Um Inexprimível Dom de Deus

Élder Craig C. Christensen

Da Presidência dos Setenta


O Espírito Santo trabalha em perfeita união com o Pai Celestial e Jesus Cristo, desempenhando muitos papéis importantes e responsabilidades diferentes.

Em 1994, o Presidente Howard W. Hunter convidou todos os membros da Igreja a “fazer do templo (…) o grande símbolo de [nossa] condição de membros da Igreja”.1 Mais tarde, naquele mesmo ano, foi concluída a construção do Templo de Bountiful Utah. Como muitos, estávamos ansiosos para levar nossa jovem família para a visitação pública antes da dedicação. Trabalhamos diligentemente para preparar nossos filhos para entrar no templo, orando sinceramente para que tivessem uma experiência espiritual, a fim de que o templo se tornasse o ponto principal da vida deles.

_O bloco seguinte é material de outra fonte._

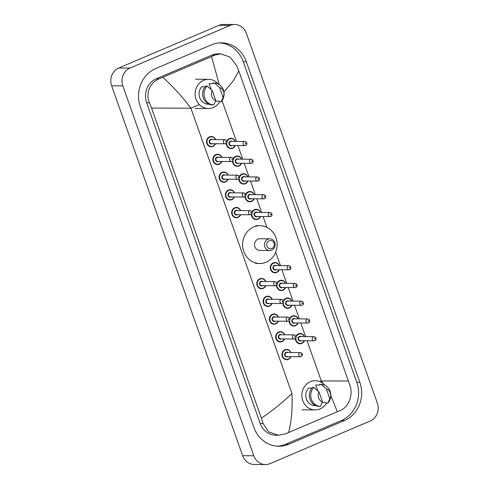 <?xml version="1.0" encoding="UTF-8"?>
<svg xmlns="http://www.w3.org/2000/svg" width="489" height="489" viewBox="0 0 489 489"><rect width="100%" height="100%" fill="white"/><g stroke="black" fill="none" stroke-linecap="round" stroke-linejoin="round"><path stroke-width="0.73" d="M265.441 464.55L254.262 464.477A13.747 12.555 -89.6 0 1 242.642 455.711L111.639 85.771A13.747 12.555 -89.6 0 1 118.815 67.977L218.931 25.385A13.747 12.555 -89.6 0 1 223.559 24.45L234.738 24.523A13.747 12.555 -89.6 0 1 246.358 33.289L377.361 403.229A13.747 12.555 -89.6 0 1 370.185 421.023L270.069 463.615A13.747 12.555 -89.6 0 1 265.441 464.55A13.747 12.555 -89.6 0 1 253.822 455.785L122.818 85.85A13.747 12.555 -89.6 0 1 129.995 68.057L230.111 25.459A13.747 12.555 -89.6 0 1 234.738 24.523M211.382 44.854L155.759 68.515A29.554 26.999 90.4 0 0 140.337 106.773L253.87 427.386A29.554 26.999 90.4 0 0 278.852 446.231A29.554 26.999 90.4 0 0 288.803 444.22L344.421 420.558A29.554 26.999 90.4 0 0 359.843 382.3L246.309 61.687A29.554 26.999 90.4 0 0 221.334 42.843A29.554 26.999 90.4 0 0 211.382 44.854M277.312 446.17A29.554 26.999 90.4 0 0 285.729 444.201L341.346 420.54A29.554 26.999 90.4 0 0 356.768 382.282L243.235 61.669A29.554 26.999 90.4 0 0 219.793 42.885M219.225 84.518L211.572 56.565L214.885 55.104L220.79 53.839L218.186 53.821A18.558 16.956 90.4 0 0 211.933 55.08L156.315 78.747A18.558 16.956 90.4 0 0 146.627 102.769L260.166 423.382A18.558 16.956 90.4 0 0 275.851 435.21L278.455 435.228L268.754 431.952L263.015 423.401L261.37 418.119C272.043 411.06 282.226 402.844 291.921 393.48C292.618 408.376 291.511 421.384 288.614 432.508L285.044 433.969L278.455 435.228M220.79 53.839L230.117 57.115L236.719 65.673L238.809 70.954L350.252 386.286C353.027 395.344 348.633 406.995 340.668 410.308L288.614 432.508M211.572 56.565L162.825 77.305C172.831 86.302 182.183 96.596 190.893 108.185L151.572 108.069L261.37 418.119M151.572 108.069L149.481 102.788C145.264 93.717 150.184 82.073 159.261 78.766L162.825 77.305M323.253 383.657L321.31 380.974L348.608 381.004M238.809 70.954L233.339 80.777L223.944 91.969M337.355 411.769L330.833 395.619M219.677 101.822A14.603 13.344 -89.6 0 1 213.29 107.531A14.603 13.344 -89.6 0 1 208.369 108.521A14.603 13.344 -89.6 0 1 195.343 96.565A14.603 13.344 -89.6 0 1 203.644 80.306A14.603 13.344 -89.6 0 1 208.565 79.316A14.603 13.344 -89.6 0 1 218.222 83.943M211.114 89.505L209.035 83.625L213.228 83.656L212.978 82.953L214.378 82.965A10.996 10.049 -89.6 0 1 223.424 89.97A10.996 10.049 -89.6 0 1 221.059 101.834L219.659 101.822L219.414 101.125L215.582 101.101M219.579 87.421A6.87 6.278 -89.6 0 1 223.125 97.427L219.579 87.421L214.378 82.965M223.125 97.427L221.059 101.834M205.062 86.761L201.712 86.742A10.312 9.419 -89.6 0 0 199.683 97.653A10.312 9.419 -89.6 0 0 207.898 104.212L209.06 104.218M215.802 100.538A6.87 6.278 -89.6 0 1 212.263 90.538L215.802 100.538L213.742 104.946A10.996 10.049 -89.6 0 1 204.689 97.941A10.996 10.049 -89.6 0 1 207.055 86.076L205.661 86.07A10.996 10.049 -89.6 0 0 203.29 97.934A10.996 10.049 -89.6 0 0 212.342 104.939L213.742 104.946M212.263 90.538L207.055 86.076M271.86 248.516A4.126 3.765 -89.6 0 1 266.988 246.169A4.126 3.765 -89.6 0 1 269.139 240.832A4.126 3.765 -89.6 0 1 274.011 243.18A4.126 3.765 -89.6 0 1 271.86 248.516M271.725 250.117A5.844 5.336 -89.6 0 1 269.763 250.515A5.844 5.336 -89.6 0 1 264.549 245.729A5.844 5.336 -89.6 0 1 267.868 239.225A5.844 5.336 -89.6 0 1 269.836 238.828A5.844 5.336 -89.6 0 1 275.05 243.608A5.844 5.336 -89.6 0 1 271.725 250.117M269.836 238.828L259.916 238.76A5.844 5.336 90.4 0 0 257.947 239.158A5.844 5.336 90.4 0 0 254.628 245.661A5.844 5.336 90.4 0 0 259.836 250.447L269.763 250.515M266.114 262.22A18.9 17.268 -89.6 0 1 259.751 263.504A18.9 17.268 -89.6 0 1 242.892 248.033A18.9 17.268 -89.6 0 1 253.638 226.988A18.9 17.268 -89.6 0 1 260.001 225.704A18.9 17.268 -89.6 0 1 276.86 241.175A18.9 17.268 -89.6 0 1 266.114 262.22M326.407 403.223A14.603 13.344 -89.6 0 1 320.02 408.926A14.603 13.344 -89.6 0 1 315.099 409.923A14.603 13.344 -89.6 0 1 302.074 397.96A14.603 13.344 -89.6 0 1 310.374 381.701A14.603 13.344 -89.6 0 1 315.295 380.711A14.603 13.344 -89.6 0 1 324.953 385.338M317.844 390.9L315.766 385.02L319.959 385.051L319.708 384.348L321.108 384.36A10.996 10.049 -89.6 0 1 330.154 391.365A10.996 10.049 -89.6 0 1 327.789 403.229L326.389 403.223L326.145 402.52L322.306 402.496M326.31 388.816A6.87 6.278 -89.6 0 1 329.855 398.822L326.31 388.816L321.108 384.36M329.855 398.822L327.789 403.229M311.793 388.156L308.443 388.138A10.312 9.419 -89.6 0 0 306.414 399.048A10.312 9.419 -89.6 0 0 314.629 405.607L315.79 405.613M322.532 401.934A6.87 6.278 -89.6 0 1 318.993 391.933L322.532 401.934L320.472 406.347A10.996 10.049 -89.6 0 1 311.42 399.336A10.996 10.049 -89.6 0 1 313.785 387.471L312.392 387.465A10.996 10.049 -89.6 0 0 310.02 399.33A10.996 10.049 -89.6 0 0 319.072 406.335L320.472 406.347M318.993 391.933L313.785 387.471M199.341 104.585L190.893 108.185L291.921 393.48M307.061 340.735L321.31 380.974L319.818 381.609M305.601 336.603L300.778 322.997M299.317 318.859L294.494 305.252M293.033 301.114L288.21 287.508M286.75 283.369L281.927 269.763M280.466 265.625L275.698 252.159M266.902 227.33L263.076 216.529M261.615 212.397L256.792 198.785M255.331 194.653L250.515 181.04M249.048 176.908L244.231 163.295M242.764 159.163L237.947 145.551M236.48 141.419L222.037 100.63M253.822 455.785L242.642 455.711M230.111 25.459L218.931 25.385M129.995 68.057L118.815 67.977M122.818 85.85L111.639 85.771M285.729 444.201L288.803 444.22M243.235 61.669L246.309 61.687M356.768 382.282L359.843 382.3M341.346 420.54L344.421 420.558M211.933 55.08L214.885 55.104M260.166 423.382L263.015 423.401M146.627 102.769L149.481 102.788M156.315 78.747L159.261 78.766M215.533 143.735A5.153 4.707 -89.6 0 1 212.935 146.449A5.153 4.707 -89.6 0 1 211.199 146.798A5.153 4.707 -89.6 0 1 206.602 142.58A5.153 4.707 -89.6 0 1 209.53 136.841A5.153 4.707 -89.6 0 1 211.266 136.492A5.153 4.707 -89.6 0 1 215.563 139.609M215.356 139.609A4.811 4.395 90.4 0 0 209.787 137.158A4.811 4.395 90.4 0 0 207.275 143.387A4.811 4.395 90.4 0 0 212.959 146.132A4.811 4.395 90.4 0 0 215.331 143.735M212.489 143.717A2.408 2.2 -89.6 0 1 209.323 142.519A2.408 2.2 -89.6 0 1 212.519 139.591M225.227 139.677L211.529 139.585A2.06 1.883 90.4 0 0 209.659 142.018A2.06 1.883 90.4 0 0 211.499 143.711L225.197 143.803A2.06 1.883 -89.6 0 1 224.53 139.817A2.06 1.883 -89.6 0 1 225.227 139.677C227.532 140.575 227.788 141.902 225.997 143.638L225.197 143.803A2.06 1.883 -89.6 0 0 225.894 143.662M226.022 142.061A0.342 0.312 90.4 0 0 226.205 141.621A0.342 0.312 90.4 0 0 225.796 141.425A0.342 0.312 90.4 0 0 226.022 142.061M221.817 161.48A5.153 4.707 -89.6 0 1 219.219 164.194A5.153 4.707 -89.6 0 1 217.483 164.542A5.153 4.707 -89.6 0 1 212.886 160.325A5.153 4.707 -89.6 0 1 215.814 154.585A5.153 4.707 -89.6 0 1 217.55 154.237A5.153 4.707 -89.6 0 1 221.847 157.354M221.639 157.354A4.811 4.395 90.4 0 0 216.071 154.903A4.811 4.395 90.4 0 0 213.559 161.132A4.811 4.395 90.4 0 0 219.243 163.876A4.811 4.395 90.4 0 0 221.615 161.48M218.772 161.462A2.408 2.2 -89.6 0 1 215.606 160.264A2.408 2.2 -89.6 0 1 218.803 157.336M231.511 157.421L217.813 157.33A2.06 1.883 90.4 0 0 215.942 159.762A2.06 1.883 90.4 0 0 217.782 161.456L231.48 161.547A2.06 1.883 -89.6 0 1 230.814 157.562A2.06 1.883 -89.6 0 1 231.511 157.421C233.815 158.32 234.072 159.646 232.281 161.382L231.48 161.547A2.06 1.883 -89.6 0 0 232.177 161.407M232.306 159.805A0.342 0.312 90.4 0 0 232.489 159.365A0.342 0.312 90.4 0 0 232.079 159.169A0.342 0.312 90.4 0 0 232.306 159.805M228.1 179.225A5.153 4.707 -89.6 0 1 225.502 181.939A5.153 4.707 -89.6 0 1 223.766 182.287A5.153 4.707 -89.6 0 1 219.17 178.069A5.153 4.707 -89.6 0 1 222.098 172.33A5.153 4.707 -89.6 0 1 223.834 171.981A5.153 4.707 -89.6 0 1 228.131 175.099M227.923 175.099A4.811 4.395 90.4 0 0 222.354 172.648A4.811 4.395 90.4 0 0 219.842 178.876A4.811 4.395 90.4 0 0 225.527 181.621A4.811 4.395 90.4 0 0 227.898 179.225M225.056 179.206A2.408 2.2 -89.6 0 1 221.89 178.008A2.408 2.2 -89.6 0 1 225.087 175.08M237.795 175.166L224.096 175.074A2.06 1.883 90.4 0 0 222.226 177.507A2.06 1.883 90.4 0 0 224.066 179.194L237.764 179.292A2.06 1.883 -89.6 0 1 237.098 175.306A2.06 1.883 -89.6 0 1 237.795 175.166C240.099 176.064 240.356 177.385 238.565 179.127L237.764 179.292A2.06 1.883 -89.6 0 0 238.461 179.151M238.589 177.55A0.342 0.312 90.4 0 0 238.773 177.11A0.342 0.312 90.4 0 0 238.363 176.914A0.342 0.312 90.4 0 0 238.589 177.55M234.384 196.969A5.153 4.707 -89.6 0 1 231.786 199.683A5.153 4.707 -89.6 0 1 230.05 200.032A5.153 4.707 -89.6 0 1 225.453 195.814A5.153 4.707 -89.6 0 1 228.381 190.074A5.153 4.707 -89.6 0 1 230.117 189.72A5.153 4.707 -89.6 0 1 234.414 192.843M234.207 192.843A4.811 4.395 90.4 0 0 228.638 190.392A4.811 4.395 90.4 0 0 226.126 196.621A4.811 4.395 90.4 0 0 231.81 199.365A4.811 4.395 90.4 0 0 234.182 196.969M231.34 196.945A2.408 2.2 -89.6 0 1 228.174 195.753A2.408 2.2 -89.6 0 1 231.37 192.825M244.078 192.911L230.38 192.819A2.06 1.883 90.4 0 0 228.51 195.252A2.06 1.883 90.4 0 0 230.35 196.939L244.048 197.03A2.06 1.883 -89.6 0 1 243.381 193.051A2.06 1.883 -89.6 0 1 244.078 192.911C246.383 193.809 246.639 195.129 244.848 196.871L244.048 197.03A2.06 1.883 -89.6 0 0 244.744 196.896M244.873 195.294A0.342 0.312 90.4 0 0 245.056 194.854A0.342 0.312 90.4 0 0 244.647 194.659A0.342 0.312 90.4 0 0 244.873 195.294M240.667 214.714A5.153 4.707 -89.6 0 1 238.07 217.428A5.153 4.707 -89.6 0 1 236.334 217.776A5.153 4.707 -89.6 0 1 231.737 213.559A5.153 4.707 -89.6 0 1 234.665 207.819A5.153 4.707 -89.6 0 1 236.401 207.464A5.153 4.707 -89.6 0 1 240.698 210.588L239.194 208.479L236.401 207.464M240.49 210.588A4.811 4.395 90.4 0 0 234.922 208.137A4.811 4.395 90.4 0 0 232.409 214.365A4.811 4.395 90.4 0 0 238.094 217.104A4.811 4.395 90.4 0 0 240.466 214.714M237.623 214.689A2.408 2.2 -89.6 0 1 234.457 213.491A2.408 2.2 -89.6 0 1 237.654 210.57M250.362 210.655L236.664 210.563A2.06 1.883 90.4 0 0 234.793 212.996A2.06 1.883 90.4 0 0 236.633 214.683L250.331 214.775A2.06 1.883 -89.6 0 1 249.665 210.796A2.06 1.883 -89.6 0 1 250.362 210.655C252.666 211.554 252.923 212.874 251.132 214.616L250.331 214.775A2.06 1.883 -89.6 0 0 251.028 214.634M251.157 213.039A0.342 0.312 90.4 0 0 251.334 212.593A0.342 0.312 90.4 0 0 250.93 212.397A0.342 0.312 90.4 0 0 250.753 212.843A0.342 0.312 90.4 0 0 251.157 213.039M265.802 285.692A5.153 4.707 -89.6 0 1 263.204 288.4A5.153 4.707 -89.6 0 1 261.468 288.754A5.153 4.707 -89.6 0 1 256.872 284.531A5.153 4.707 -89.6 0 1 259.8 278.791A5.153 4.707 -89.6 0 1 261.536 278.443A5.153 4.707 -89.6 0 1 265.833 281.566M265.625 281.566A4.811 4.395 90.4 0 0 260.056 279.115A4.811 4.395 90.4 0 0 257.544 285.344A4.811 4.395 90.4 0 0 263.229 288.082A4.811 4.395 90.4 0 0 265.6 285.686M262.758 285.668A2.408 2.2 -89.6 0 1 259.592 284.47A2.408 2.2 -89.6 0 1 262.789 281.548M275.49 281.633L261.798 281.536A2.06 1.883 90.4 0 0 259.928 283.975A2.06 1.883 90.4 0 0 261.768 285.662L275.466 285.753A2.06 1.883 -89.6 0 1 274.8 281.768A2.06 1.883 -89.6 0 1 275.49 281.633C277.801 282.532 278.058 283.852 276.267 285.594L275.466 285.753A2.06 1.883 -89.6 0 0 276.163 285.613M276.291 284.017A0.342 0.312 90.4 0 0 276.468 283.571A0.342 0.312 90.4 0 0 276.065 283.375A0.342 0.312 90.4 0 0 275.888 283.822A0.342 0.312 90.4 0 0 276.291 284.017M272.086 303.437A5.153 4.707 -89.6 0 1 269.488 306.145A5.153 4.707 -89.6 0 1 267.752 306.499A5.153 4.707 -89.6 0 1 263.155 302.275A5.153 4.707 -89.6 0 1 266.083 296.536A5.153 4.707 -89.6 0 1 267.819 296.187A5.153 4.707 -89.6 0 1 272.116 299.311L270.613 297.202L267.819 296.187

Ao entrarmos reverentemente no templo, admirei a magnífica arquitetura, o elegante acabamento, a luz que brilhava através das imensas janelas e as muitas pinturas inspiradoras. Todos os aspectos daquele edifício sagrado eram realmente primorosos.

Ao entrar na sala celestial, subitamente me dei conta de que nosso filho caçula, Ben, de seis anos, estava agarrado a minha perna. Parecia ansioso, talvez até um pouco preocupado.

“O que foi, filho?” Sussurrei.

“Pai”, respondeu ele, “o que está acontecendo aqui? Nunca me senti assim antes”.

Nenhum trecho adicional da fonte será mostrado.